Yes. Survivors from an outbreak in 1995 in the Democratic Republic of the Congo which killed 244 of the 315 people infected, were followed for several months afterwards. Researchers tested their tears, sweat, faeces, urine, saliva, semen, and vaginal secretions. For semen, 4 of the 5 convalescents tested had at least 1 specimen that tested positive for Ebola genetic material. The latest semen sample was obtained over 3 months after the onset of infection (4). There were no cases of transmission from those individuals with positive semen samples.
* Go read Richard Preston’s book The Hot Zone, which is all about the outbreak in Reston.
1. Leroy EM, Kumulungui B, Pourrut X, Rouquet P, Hassanin A, Yaba P, Délicat A, Paweska JT, Gonzalez JP, Swanepoel R (2005). Fruit bats as reservoirs of Ebola virus. Nature. 2005 Dec 1;438(7068):575-6.
2. Weingartl HM, Embury-Hyatt C, Nfon C, Leung A, Smith G, Kobinger G (2012). Transmission of Ebola virus from pigs to non-human primates. Sci Rep. 2012;2:811. doi: 10.1038/srep00811. Epub 2012 Nov 15.

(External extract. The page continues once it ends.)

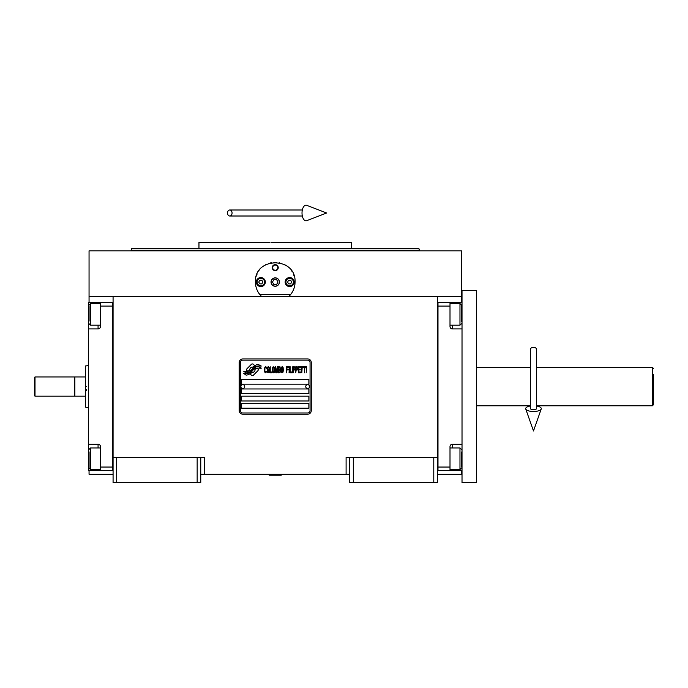 <?xml version="1.0" encoding="UTF-8"?>
<svg xmlns="http://www.w3.org/2000/svg" width="688" height="688" viewBox="0 0 688 688"><rect width="100%" height="100%" fill="white"/><g stroke="black" fill="none" stroke-linecap="round" stroke-linejoin="round"><path stroke-width="1.03" d="M349.702 474.256L200.758 474.256M437.387 457.434L437.387 482.658L349.702 482.658L349.702 457.434L437.387 457.434L437.387 296.476L461.416 296.476L461.416 250.836L89.053 250.836L89.053 296.476L437.387 296.476M346.098 474.256L346.098 457.434L349.702 457.434M197.155 482.658L197.155 457.434L200.758 457.434L200.758 482.658L113.073 482.658L113.073 296.476M200.758 457.434L204.362 457.434L204.362 474.256M353.305 482.658L353.305 457.434M113.073 457.434L197.155 457.434M433.784 482.658L433.784 457.434M89.053 470.652L89.053 474.256L113.073 474.256M437.387 474.256L461.416 474.256L461.416 470.652M461.416 302.488L461.416 296.476M89.053 302.488L89.053 296.476M116.676 482.658L116.676 457.434M258.232 369.757A1.496 1.496 0 0 0 257.794 368.699L257.656 368.562A6.966 6.966 0 0 0 254.99 369.215A2.64 2.64 0 0 1 251.834 372.328A10.458 10.458 0 0 1 250.234 374.014L251.352 375.132A1.496 1.496 0 0 0 253.476 375.132L257.794 370.815A1.496 1.496 0 0 0 258.232 369.757M310.064 362.542A2.399 2.399 0 0 0 307.665 360.142L242.804 360.142A2.399 2.399 0 0 0 240.396 362.542L240.396 410.59A2.399 2.399 0 0 0 242.804 412.989L307.665 412.989A2.399 2.399 0 0 0 310.064 410.59L310.064 362.542M241.6 403.383L241.6 408.19L308.869 408.19L308.869 403.383L241.6 403.383M241.6 396.176L241.6 400.984L308.869 400.984L308.869 396.176L241.6 396.176M241.6 388.969L241.6 393.777L308.869 393.777L308.869 388.969L241.6 388.969M241.6 379.363L241.6 384.162L308.869 384.162L308.869 379.363L241.6 379.363M259.256 367.332L258.748 366.489A11.025 11.025 0 0 0 256.177 366.945A5.753 5.753 0 0 0 253.347 368.871A215.112 215.112 0 0 1 251.86 370.694A9.064 9.064 0 0 1 249.77 372.552A5.951 5.951 0 0 1 246.364 373.498A42.733 42.733 0 0 1 243.638 373.326L246.072 375.115A6.914 6.914 0 0 0 251.627 371.864A9.133 9.133 0 0 1 253.64 369.525A6.192 6.192 0 0 1 257.725 368.106A71.165 71.165 0 0 1 261.191 368.261L260.692 367.435L259.256 367.332M259.256 365.19L258.774 364.382A6.519 6.519 0 0 0 255.042 365.689A7.921 7.921 0 0 0 253.175 367.667A17.355 17.355 0 0 1 252.04 369.189A5.633 5.633 0 0 1 249.503 370.927A9.477 9.477 0 0 1 246.442 371.417A24.123 24.123 0 0 1 243.638 371.236L246.037 372.922A7.121 7.121 0 0 0 252.221 369.731A9.142 9.142 0 0 1 254.293 367.469A6.906 6.906 0 0 1 257.854 366.059A14.998 14.998 0 0 1 261.191 366.102L260.7 365.294L259.256 365.19M254.586 365.491L253.468 364.373A1.496 1.496 0 0 0 251.352 364.373L247.035 368.691A1.496 1.496 0 0 0 247.035 370.815L247.173 370.952A6.957 6.957 0 0 0 249.83 370.299A2.64 2.64 0 0 1 252.986 367.177A10.475 10.475 0 0 1 254.586 365.491M266.609 371.855L266.669 371.219L265.86 371.984L264.828 371.219L264.94 367.899L265.86 367.512L266.669 368.278L266.376 367.134L265.344 366.747L264.484 368.157L264.596 371.855L265.344 372.75L266.609 371.855M268.509 366.747L267.529 367.134L267.125 368.794L267.297 371.855L268.045 372.75L269.025 372.371L269.429 370.712L269.257 367.641L268.509 366.747M270.238 366.747L269.894 372.75L271.966 372.75L271.966 371.984L270.238 371.984L270.238 366.747M273.807 366.747L272.826 367.134L272.422 368.794L272.594 371.855L273.342 372.75L274.323 372.371L274.727 370.712L274.555 367.641L273.807 366.747M276.8 372.75L277.599 368.028L277.952 372.75L277.952 366.747L277.427 366.747L276.567 372.113L275.707 366.747L275.183 366.747L275.183 372.75L275.535 368.028L276.335 372.75L276.8 372.75M280.308 369.817L280.076 366.876L278.408 366.747L278.408 372.75L280.076 372.629L280.308 369.817M282.381 366.747L281.401 367.134L280.996 368.794L281.168 371.855L281.917 372.75L282.897 372.371L283.301 370.712L283.129 367.641L282.381 366.747M286.526 372.75L286.87 369.946L288.367 369.946L288.367 369.172L286.87 369.172L286.87 367.512L288.599 367.512L288.599 366.747L286.526 366.747L286.526 372.75M289.055 372.75L289.399 366.747L289.055 372.75M290.207 366.747L289.863 372.75L291.936 372.75L291.936 371.984L290.207 371.984L290.207 366.747M292.391 372.75L292.744 366.747L292.391 372.75M295.333 368.665L294.868 366.876L293.2 366.747L293.2 372.75L293.544 370.067L294.868 369.946L295.333 368.665M297.921 368.665L297.457 366.876L295.788 366.747L295.788 372.75L296.132 370.067L297.457 369.946L297.921 368.665M300.45 372.75L300.45 371.984L298.73 371.984L298.73 369.946L300.226 369.946L300.226 369.172L298.73 369.172L298.73 367.512L300.45 367.512L300.45 366.747L298.377 366.747L298.377 372.75L300.45 372.75M303.098 367.383L303.098 366.747L300.914 366.747L300.914 367.383L301.834 367.383L301.834 372.75L302.178 367.383L303.098 367.383M305.747 367.383L305.747 366.747L303.563 366.747L303.563 367.383L304.483 367.383L304.483 372.75L304.827 367.383L305.747 367.383M306.212 372.75L306.556 366.747L306.212 372.75M267.821 367.641L268.509 367.512L269.025 368.278L268.509 371.984L267.529 371.219L267.821 367.641M273.11 367.641L273.807 367.512L274.323 368.278L273.807 371.984L272.826 371.219L273.11 367.641M278.752 369.301L278.752 367.512L279.844 367.512L280.025 369.172L278.752 369.301M280.136 370.454L280.025 371.855L278.752 371.984L278.752 370.067L280.136 370.454M281.693 367.641L282.381 367.512L282.897 368.278L282.381 371.984L281.401 371.219L281.693 367.641M294.817 369.172L293.544 369.301L293.544 367.383L294.817 367.512L294.817 369.172M297.405 369.172L296.132 369.301L296.132 367.383L297.405 367.512L297.405 369.172M242.804 414.193A3.603 3.603 0 0 1 239.2 410.59L239.2 362.542A3.603 3.603 0 0 1 242.804 358.938L307.665 358.938A3.603 3.603 0 0 1 311.268 362.542L311.268 410.59A3.603 3.603 0 0 1 307.665 414.193L242.804 414.193M240.877 386.51A1.918 1.918 0 0 0 242.744 388.488A1.918 1.918 0 0 0 244.722 386.622A1.918 1.918 0 0 0 242.855 384.644A1.918 1.918 0 0 0 240.877 386.51M305.747 386.51A1.918 1.918 0 0 0 307.613 388.488A1.918 1.918 0 0 0 309.583 386.622A1.918 1.918 0 0 0 307.717 384.644A1.918 1.918 0 0 0 305.747 386.51M260.632 295.462A19.823 19.823 0 0 0 261.629 296.476C257.57 292.512 255.497 287.713 255.411 282.063C254.19 256.495 296.279 256.504 295.049 282.063C294.963 287.713 292.89 292.512 288.84 296.476A19.823 19.823 0 0 0 290.001 295.281M259.066 293.527A19.823 19.823 0 0 1 258.628 292.882M255.652 285.142A19.823 19.823 0 0 1 255.497 283.843M255.54 279.844A19.823 19.823 0 0 1 255.704 278.683M256.349 276.06A19.823 19.823 0 0 1 257.166 273.919M258.748 271.072A19.823 19.823 0 0 1 259.066 270.599M265.396 264.863A19.823 19.823 0 0 1 266.385 264.33M270.754 262.756A19.823 19.823 0 0 1 271.253 262.653M273.867 262.291A19.823 19.823 0 0 1 275.166 262.248M275.243 262.248A19.823 19.823 0 0 1 276.636 262.3M279.199 262.644A19.823 19.823 0 0 1 279.715 262.764M284.067 264.33A19.823 19.823 0 0 1 285.09 264.871M291.394 270.59A19.823 19.823 0 0 1 291.729 271.081M293.638 274.718A19.823 19.823 0 0 1 294.111 276.034M294.98 283.809A19.823 19.823 0 0 1 294.713 285.718M291.832 292.89A19.823 19.823 0 0 1 291.342 293.613M290.525 294.679L259.944 294.679M271.149 282.063A4.085 4.085 0 0 0 275.234 286.148A4.085 4.085 0 0 0 279.319 282.063A4.085 4.085 0 0 0 275.234 277.978A4.085 4.085 0 0 0 271.149 282.063M272.233 267.649A3.001 3.001 0 0 1 275.234 264.648A3.001 3.001 0 0 1 278.236 267.649A3.001 3.001 0 0 1 275.234 270.651A3.001 3.001 0 0 1 272.233 267.649M256.314 282.063A4.506 4.506 0 0 0 260.821 286.569A4.506 4.506 0 0 0 265.327 282.063A4.506 4.506 0 0 0 260.821 277.565A4.506 4.506 0 0 0 256.314 282.063M285.142 282.063A4.506 4.506 0 0 0 289.648 286.569A4.506 4.506 0 0 0 294.154 282.063A4.506 4.506 0 0 0 289.648 277.565A4.506 4.506 0 0 0 285.142 282.063M260.821 285.787A3.724 3.724 0 0 0 264.545 282.063A3.724 3.724 0 0 0 260.821 278.339A3.724 3.724 0 0 0 257.097 282.063A3.724 3.724 0 0 0 260.821 285.787M260.821 286.268A4.205 4.205 0 0 0 265.026 282.063A4.205 4.205 0 0 0 260.821 277.866A4.205 4.205 0 0 0 256.615 282.063A4.205 4.205 0 0 0 260.821 286.268M259.78 280.265L258.74 282.063L259.78 283.869L261.861 283.869L262.902 282.063L261.861 280.265L259.78 280.265M289.648 285.787A3.724 3.724 0 0 0 293.372 282.063A3.724 3.724 0 0 0 289.648 278.339A3.724 3.724 0 0 0 285.924 282.063A3.724 3.724 0 0 0 289.648 285.787M289.648 286.268A4.205 4.205 0 0 0 293.853 282.063A4.205 4.205 0 0 0 289.648 277.866A4.205 4.205 0 0 0 285.443 282.063A4.205 4.205 0 0 0 289.648 286.268M288.607 280.265L287.567 282.063L288.607 283.869L290.689 283.869L291.729 282.063L290.689 280.265L288.607 280.265M272.672 267.649A2.563 2.563 0 0 0 275.234 270.221A2.563 2.563 0 0 0 277.797 267.649A2.563 2.563 0 0 0 275.234 265.086A2.563 2.563 0 0 0 272.672 267.649M275.234 286.268A4.205 4.205 0 0 0 279.44 282.063A4.205 4.205 0 0 0 275.234 277.866A4.205 4.205 0 0 0 271.029 282.063A4.205 4.205 0 0 0 275.234 286.268M272.457 282.063L273.85 284.471L276.619 284.471L278.004 282.063L276.619 279.663L273.85 279.663L272.457 282.063M275.234 248.437L131.58 248.437L418.889 248.437L351.508 248.437L351.508 242.425L277.961 242.425M418.889 248.437L419.37 250.234L131.09 250.234L275.234 250.234M283.413 242.425L271.175 242.425M269.894 242.425L198.961 242.425L198.961 248.437L131.58 248.437L131.09 250.836M270.126 248.437L198.961 248.437M280.334 248.437L351.508 248.437M275.234 242.425L328.847 242.425M437.387 470.644L462.018 470.652M450.004 470.652L450.004 467.049L437.989 467.049L437.989 306.091L450.004 306.091L450.004 326.508A2.399 2.399 0 0 0 452.403 328.916L462.018 328.916M450.004 467.049L450.004 446.624A2.399 2.399 0 0 1 452.403 444.224L452.403 447.948M462.018 444.224L452.403 444.224M437.989 302.488L450.004 302.488L450.004 306.091M450.004 302.488L452.403 302.488L452.403 303.563M462.018 302.488L452.403 302.488M437.387 302.479L437.989 302.479L437.989 470.644M450.004 447.948L459.971 447.948L459.971 469.569L450.004 469.569M461.416 466.602L461.416 452.033M459.971 469.569L461.416 467.935M459.971 307.45L459.971 303.563L461.416 304.999L461.416 321.244M450.004 303.563L459.971 303.563L459.971 325.183L450.004 325.183M461.416 317.288L461.416 309.247M461.416 312.283L461.416 310.58M113.073 302.488L88.451 302.488L88.451 328.916L98.066 328.916L98.066 325.183M100.465 302.488L100.465 306.091L112.479 306.091L112.479 467.049L100.465 467.049L100.465 446.624A2.399 2.399 0 0 0 98.066 444.224L88.451 444.224L88.451 455.035L89.053 455.035M100.465 306.091L100.465 326.508A2.399 2.399 0 0 1 98.066 328.916M88.451 328.916L88.451 444.224M113.073 470.652L100.465 470.652L100.465 467.049M100.465 470.652L98.066 470.652L98.066 469.569M88.451 455.035L88.451 470.652L98.066 470.652M112.479 470.652L112.479 302.488M100.465 325.183L90.498 325.183L90.498 303.563L100.465 303.563M89.053 306.53L89.053 321.107M90.498 303.563L89.053 305.197M90.498 465.69L90.498 469.569L89.053 468.132L89.053 451.896M100.465 469.569L90.498 469.569L90.498 447.948L100.465 447.948M89.053 455.843L89.053 463.884M89.053 460.848L89.053 462.551M88.451 407.588L85.45 407.15L85.45 396.176L74.88 396.176L74.88 376.955L85.45 376.955L85.45 365.982L88.451 365.543M86.654 386.57C86.654 359.454 86.654 359.454 86.654 386.57C86.654 413.686 86.654 413.686 86.654 386.57M86.654 389.571L86.654 390.758M85.45 386.57C85.45 360.013 85.45 360.013 85.45 386.57C85.45 413.118 85.45 413.118 85.45 386.57M85.45 379.75L85.45 383.56M85.45 389.571L85.45 390.053M85.45 396.176L85.45 376.955M653.6 374.676L653.6 404.587L652.396 405.782L652.396 397.088M653.6 368.553L652.396 367.349L652.396 405.782L536.485 405.782M653.6 404.587L653.6 398.455M476.431 405.782L530.482 405.782M476.431 367.349L530.482 367.349M536.485 367.349L652.396 367.349M476.431 318.621L476.431 482.658L462.018 482.658L462.018 290.474L476.431 290.474L476.431 318.621M269.232 474.849L281.237 475.21L269.232 475.21L269.825 474.256M533.484 347.354A3.001 1.866 0 0 1 536.485 349.22L536.485 408.629A3.001 1.101 0 0 1 533.484 409.73A3.001 1.101 0 0 1 530.482 408.629L530.482 349.22A3.001 1.866 0 0 1 533.484 347.354M530.482 405.98A7.809 2.864 0 0 0 525.744 408.999A7.809 2.864 0 0 0 533.484 411.493A7.809 2.864 0 0 0 541.224 408.999A7.809 2.864 0 0 0 536.485 405.98M227.522 212.996A3.001 2.27 -90 0 0 229.792 216.006A3.001 2.27 -90 0 0 232.062 212.996A3.001 2.27 -90 0 0 229.792 209.995A3.001 2.27 -90 0 0 227.522 212.996M302.015 212.996A7.809 3.999 -90 0 1 306.788 205.342L326.645 212.996L306.788 220.659A7.809 3.999 -90 0 1 302.015 212.996M35.002 396.176L34.4 395.574L34.4 377.557L35.002 376.955L74.639 376.955L74.639 396.176L35.002 396.176L35.002 376.955M462.018 455.035L461.416 455.035M452.403 469.569L452.403 470.652M462.018 318.097L461.416 318.097M452.403 325.183L452.403 328.916M88.451 318.097L89.053 318.097M98.066 303.563L98.066 302.488M98.066 447.948L98.066 444.224M419.37 250.836L419.37 250.234M461.416 449.393L459.971 447.948M461.416 323.738L459.971 325.183M89.053 323.738L90.498 325.183M89.053 449.393L90.498 447.948M280.635 474.256L281.237 474.849M541.224 408.999L533.484 430.972L525.744 408.999M229.792 216.006L302.316 216.006M229.792 209.995L302.316 209.995"/></g></svg>

3. Leroy EM, Gonzalez JP, Baize S (2011) Clin Microbiol Infect. 17(7):964-76. doi: 10.1111/j.1469-0691.2011.03535.x
4. Rowe A1, Bertolli J, Khan AS, Mukunu R, Muyembe-Tamfum JJ, Bressler D, Williams AJ, Peters CJ, Rodriguez L, Feldmann H, Nichol ST, Rollin PE, Ksiazek TG (1999). Clinical, virologic, and immunologic follow-up of convalescent Ebola hemorrhagic fever patients and their household contacts, Kikwit, Democratic Republic of the Congo. Commission de Lutte contre les Epidémies à Kikwit. J Infect Dis. 1999 Feb;179 Suppl 1:S28-35.